Links: Amazon Jobs Page; Amazon Science Page

Papers:

Personalizing natural-language understanding using multi-armed bandits and implicit feedback – Moerchen et al (2020)

Counterfactual Risk Minimization: Learning from Logged Bandit Feedback - Swaminathan & Joachims (2015)

Analysis of Thompson Sampling for the Multi-Armed Bandit Problem – Agrawal et al (2012)

11/24: Wolfgang Polonik (Stat, UC Davis)

Title: Multiscale Geometric Feature Extraction

Abstract: A method for extracting multiscale geometric features from a data cloud is presented. Each pair of data points is mapped into a real-valued feature function, whose construction is based on geometric considerations. The collection of these feature functions is then being used for further data analysis. Applications include classification, anomaly detection and data visualization. In contrast to the popular kernel trick, the construction of the feature functions is based on geometric considerations. The performance of the methodology is illustrated through applications to real data sets, and some theoretical guarantees supporting the performance of the novel methodology are presented. This is joint work with G. Chandler.

12/01: Guido Montufar (Mathematics, UCLA)

Title: Optimal Transport to Independence Models

Abstract: An independence model for discrete random variables is a Segre-Veronese variety in a probability simplex. Any metric on the set of joint states of the random variables induces a Wasserstein metric on the probability simplex. The unit ball of this polyhedral norm is dual to the Lipschitz polytope. Given any data distribution, we seek to minimize its Wasserstein distance to a fixed independence model. The solution to this optimization problem is a piecewise algebraic function of the data. We compute this function explicitly in small instances, we examine its combinatorial structure and algebraic degrees in the general case, and we present some experimental case studies. This talk is based on joint work with Türkü Özlüm Çelik, Asgar Jamneshan, Bernd Sturmfels, Lorenzo Venturello.

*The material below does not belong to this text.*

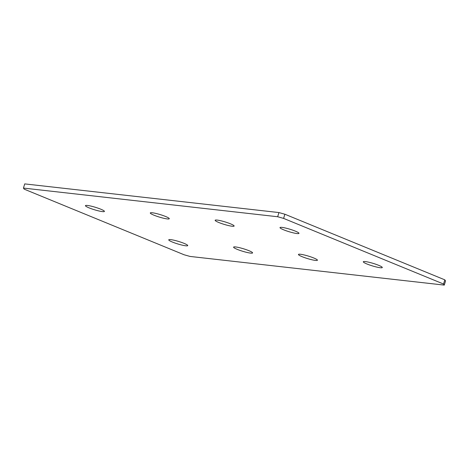 <?xml version="1.0" encoding="UTF-8"?>
<svg xmlns="http://www.w3.org/2000/svg" width="469" height="469" viewBox="0 0 469 469"><rect width="100%" height="100%" fill="white"/><g stroke="black" fill="none" stroke-linecap="round" stroke-linejoin="round"><path stroke-width="0.7" d="M250.587 253.102A9.925 1.313 -163.1 0 0 252.586 252.908A9.925 1.313 -163.1 0 0 246.354 249.713A9.925 1.313 -163.1 0 0 235.59 246.946A9.925 1.313 -163.1 0 0 233.597 247.14A9.925 1.313 -163.1 0 0 239.823 250.34A9.925 1.313 -163.1 0 0 250.587 253.102M167.286 218.923A9.925 1.313 -163.1 0 0 169.28 218.73A9.925 1.313 -163.1 0 0 163.054 215.529A9.925 1.313 -163.1 0 0 152.29 212.768A9.925 1.313 -163.1 0 0 150.291 212.961A9.925 1.313 -163.1 0 0 156.523 216.156A9.925 1.313 -163.1 0 0 167.286 218.923M315.438 260.412A9.925 1.313 -163.1 0 0 317.437 260.225A9.925 1.313 -163.1 0 0 311.211 257.024A9.925 1.313 -163.1 0 0 300.447 254.262A9.925 1.313 -163.1 0 0 298.448 254.456A9.925 1.313 -163.1 0 0 304.68 257.651A9.925 1.313 -163.1 0 0 315.438 260.412M232.137 226.234A9.925 1.313 -163.1 0 0 234.131 226.04A9.925 1.313 -163.1 0 0 227.905 222.845A9.925 1.313 -163.1 0 0 217.141 220.078A9.925 1.313 -163.1 0 0 215.148 220.272A9.925 1.313 -163.1 0 0 221.374 223.473A9.925 1.313 -163.1 0 0 232.137 226.234M185.736 245.791A9.925 1.313 -163.1 0 0 187.729 245.598A9.925 1.313 -163.1 0 0 181.503 242.397A9.925 1.313 -163.1 0 0 170.739 239.636A9.925 1.313 -163.1 0 0 168.746 239.829A9.925 1.313 -163.1 0 0 174.972 243.024A9.925 1.313 -163.1 0 0 185.736 245.791M102.43 211.607A9.925 1.313 -163.1 0 0 104.429 211.413A9.925 1.313 -163.1 0 0 98.197 208.218A9.925 1.313 -163.1 0 0 87.439 205.457A9.925 1.313 -163.1 0 0 85.44 205.645A9.925 1.313 -163.1 0 0 91.666 208.846A9.925 1.313 -163.1 0 0 102.43 211.607M296.988 233.544A9.925 1.313 -163.1 0 0 298.988 233.357A9.925 1.313 -163.1 0 0 292.756 230.156A9.925 1.313 -163.1 0 0 281.992 227.395A9.925 1.313 -163.1 0 0 279.999 227.588A9.925 1.313 -163.1 0 0 286.225 230.783A9.925 1.313 -163.1 0 0 296.988 233.544M380.295 267.729A9.925 1.313 -163.1 0 0 382.288 267.535A9.925 1.313 -163.1 0 0 376.062 264.334A9.925 1.313 -163.1 0 0 365.298 261.573A9.925 1.313 -163.1 0 0 363.299 261.766A9.925 1.313 -163.1 0 0 369.531 264.962A9.925 1.313 -163.1 0 0 380.295 267.729M277.671 216.742L23.45 188.075L24.189 189.154L184.129 254.778L190.056 256.437L444.278 285.105L443.539 284.032L283.598 218.402L277.671 216.742L278.944 212.563L24.722 183.895L23.45 188.075M443.539 284.032L444.811 279.846L445.55 280.925L444.278 285.105M444.811 279.846L284.871 214.222L283.598 218.402M278.944 212.563L284.871 214.222"/></g></svg>

https://arxiv.org/abs/1909.11716

https://arxiv.org/abs/2003.06725

12/08: Samir Chowdhury (Psychiatry and Behavioral Sciences, Stanford)

Title: Gromov-Wasserstein Learning in a Riemannian Framework

Abstract: Geometric and topological data analysis methods are increasingly being used to derive insights from data arising in the empirical sciences. We start with a particular case where such techniques are applied to human neuroimaging data to obtain graphs which can then yield insights connecting neurobiology to human task performance. Reproducing such insights across populations requires statistical learning techniques such as averaging and PCA across graphs without known node correspondences. We formulate this problem using the Gromov-Wasserstein (GW) distance and present a recently-developed Riemannian framework for GW-averaging and tangent PCA. Beyond graph adjacency matrices, this framework permits consuming derived network representations such as distance or kernel matrices, and each choice leads to additional structure on the GW problem that can be exploited for theoretical and/or computational advantages. In particular, we show how replacing the adjacency matrix representation with a spectral representation leads to theoretical guarantees allowing efficient use of the Riemannian framework. Additionally we present numerics showing how the spectral representation achieves state of the art accuracy and runtime in graph learning tasks such as matching and partitioning on a variety of real and simulated datasets.